[[ Provided records, beginning ]]

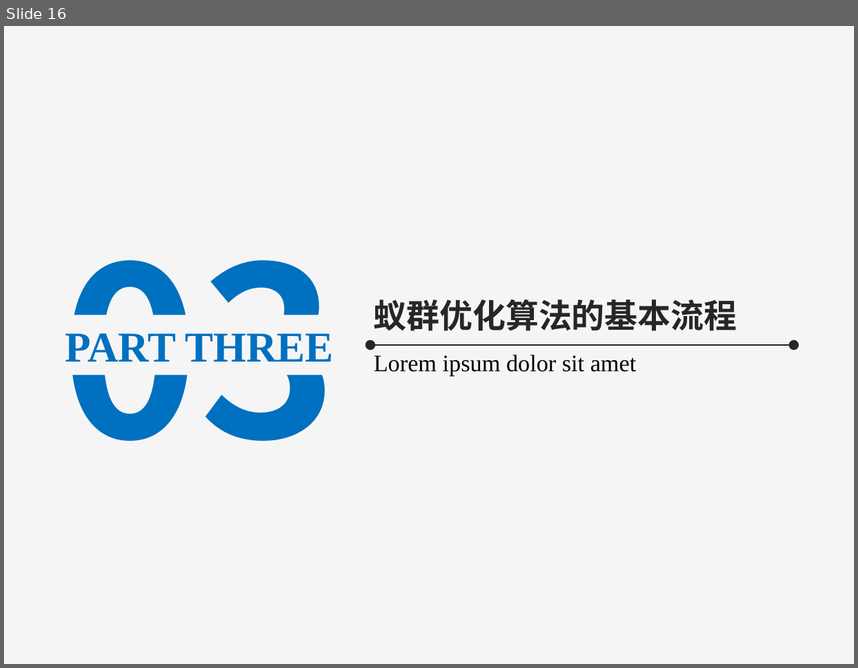
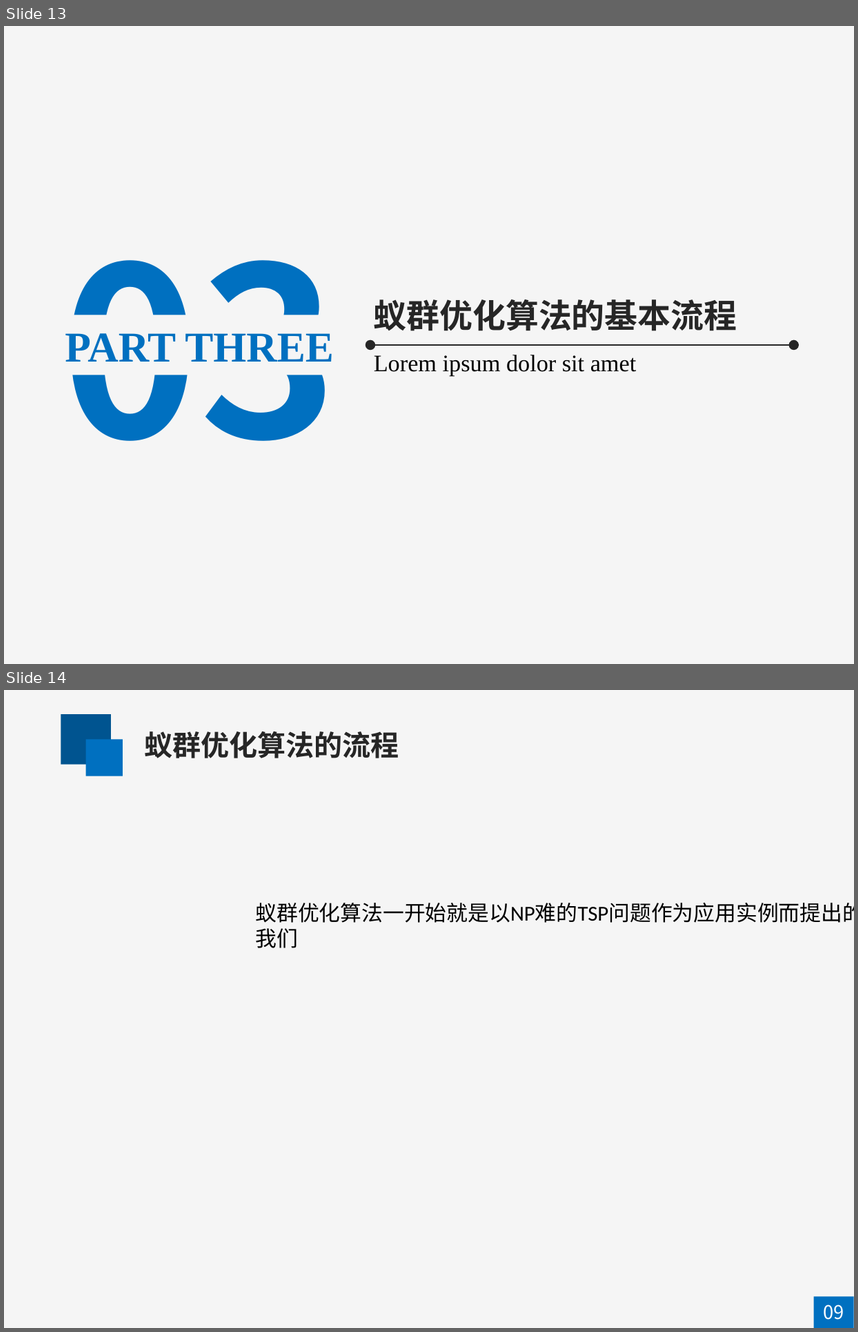
Before and after one commit to mapengfei-nwpu/ant, a slide deck: 蚁群优化算法.pptx. Shown one above the other, each under a label of ours: slide 16 before the commit, slides 13 and 14 after it. The pictures are 858x668 and 858x1332 pixels, drawn with LibreOffice and Linux fonts; fonts in the diff are those of the drawing. Boxes give left, top, right and bottom in pixels: in the first picture for what was removed or moved away, otherwise in the second. Text is boxed around its words. In the diff, an @@ line names an element or a change of style, - is before the commit and + after.

```diff
--- a/蚁群优化算法.pptx
+++ b/蚁群优化算法.pptx
@@ slide 14 added at (x1=4, y1=690, x2=854, y2=1328), background #F5F5F5 @@
@@ rectangle added at (x1=61, y1=715, x2=111, y2=765), fill #005490 @@
@@ rectangle added at (x1=85, y1=739, x2=122, y2=776), fill #0070C0 @@
@@ text added at (x1=144, y1=731, x2=399, y2=758), 24 pt, text #262626, bold @@
+蚁群优化算法的流程
@@ text added at (x1=256, y1=903, x2=854, y2=948), 18 pt, text #000000 @@
+蚁群优化算法一开始就是以NP难的TSP问题作为应用实例而提出的
+我们
@@ rectangle added at (x1=814, y1=1296, x2=854, y2=1328), fill #0070C0 @@
@@ text added at (x1=823, y1=1304, x2=844, y2=1319), 16 pt, text #FFFFFF @@
+09
@@ what was slide 16 is now slide 13 @@
```
Also in this commit, not shown: 4 slides changed, 4 other slides added.

[[ Provided records, end ]]

> _Task description_: From the records above, pull out each line that has "fill".

> _Answer to this problem_:
@@ rectangle added at (x1=61, y1=715, x2=111, y2=765), fill #005490 @@
@@ rectangle added at (x1=85, y1=739, x2=122, y2=776), fill #0070C0 @@
@@ rectangle added at (x1=814, y1=1296, x2=854, y2=1328), fill #0070C0 @@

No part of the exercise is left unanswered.